Transition-metal allyl complexes are coordination complexes with allyl and its derivatives as ligands.  Allyl is the radical with the connectivity CH2CHCH2, although as a ligand it is usually viewed as an allyl anion CH2=CH−CH2−, which is usually described as two equivalent resonance structures.

Examples
The allyl ligand is commonly found in organometallic chemistry.
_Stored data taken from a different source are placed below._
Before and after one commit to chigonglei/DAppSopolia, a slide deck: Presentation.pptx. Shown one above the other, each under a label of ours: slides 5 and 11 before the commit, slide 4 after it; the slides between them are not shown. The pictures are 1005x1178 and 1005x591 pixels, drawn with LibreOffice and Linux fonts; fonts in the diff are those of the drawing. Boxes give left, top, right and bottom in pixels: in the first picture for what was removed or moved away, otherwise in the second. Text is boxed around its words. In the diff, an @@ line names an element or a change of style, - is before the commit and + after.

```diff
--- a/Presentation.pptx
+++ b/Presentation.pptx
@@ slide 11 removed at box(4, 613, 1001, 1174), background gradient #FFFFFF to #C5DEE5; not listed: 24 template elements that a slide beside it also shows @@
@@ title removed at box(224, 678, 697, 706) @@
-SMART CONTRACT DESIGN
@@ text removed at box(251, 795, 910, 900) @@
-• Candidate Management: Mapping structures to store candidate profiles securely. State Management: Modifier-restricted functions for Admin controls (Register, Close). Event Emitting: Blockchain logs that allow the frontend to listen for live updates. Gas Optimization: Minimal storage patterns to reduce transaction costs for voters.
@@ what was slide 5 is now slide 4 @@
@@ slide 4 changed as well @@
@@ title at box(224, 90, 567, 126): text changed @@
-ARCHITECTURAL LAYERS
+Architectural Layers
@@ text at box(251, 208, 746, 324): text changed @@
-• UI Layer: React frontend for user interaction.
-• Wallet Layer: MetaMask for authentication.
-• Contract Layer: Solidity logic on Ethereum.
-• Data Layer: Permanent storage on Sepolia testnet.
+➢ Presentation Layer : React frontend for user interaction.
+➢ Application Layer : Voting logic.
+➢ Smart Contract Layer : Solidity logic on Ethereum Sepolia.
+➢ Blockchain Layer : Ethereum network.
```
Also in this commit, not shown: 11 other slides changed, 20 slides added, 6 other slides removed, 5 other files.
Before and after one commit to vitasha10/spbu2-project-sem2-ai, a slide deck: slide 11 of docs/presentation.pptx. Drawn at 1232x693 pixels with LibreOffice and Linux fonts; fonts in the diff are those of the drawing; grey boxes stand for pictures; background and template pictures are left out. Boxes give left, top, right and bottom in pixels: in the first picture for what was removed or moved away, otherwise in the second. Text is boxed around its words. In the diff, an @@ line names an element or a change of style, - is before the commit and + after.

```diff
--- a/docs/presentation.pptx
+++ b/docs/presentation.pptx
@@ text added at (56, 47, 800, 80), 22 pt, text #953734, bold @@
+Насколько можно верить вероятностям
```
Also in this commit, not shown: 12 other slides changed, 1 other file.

Most commonly, allyl ligands bind to metals via all three carbon atoms, the η3-binding mode.  The η3-allyl group is classified as an LX-type ligand in the Green LXZ ligand classification scheme, serving as a 3e– donor using neutral electron counting and 4e– donor using ionic electron counting.  More common are complexes with allyl and other ligands.  Examples include (η3-allyl)Mn(CO)4 and CpPd(allyl).

Homoleptic complexes
 bis(allyl)nickel
 bis(allyl)palladium
 bis(allyl)platinum
tris(allyl)chromium
 tris(allyl)rhodium
 tris(allyl)iridium

Synthetic methods
Allyl complexes are often generated by oxidative addition of allylic halides to low-valent metal complexes. This route is used to prepare (allyl)2Ni2Cl2:
2 Ni(CO)4 + 2 ClCH2CH=CH2 →  Ni2(μ-Cl)2(η3-C3H5)2 + 8 CO
A similar oxidative addition involves the reaction of allyl bromide to diiron nonacarbonyl.  Oxidative addition route has been used for Mo(II) allyl complexes as well:

Other methods of synthesis involve addition of nucleophiles to η4-diene complexes and hydride abstraction from alkene complexes. Lastly allyl ligands are produced by salt metathesis reactions starting with allylmagnesium bromide or related allyl lithium reagents.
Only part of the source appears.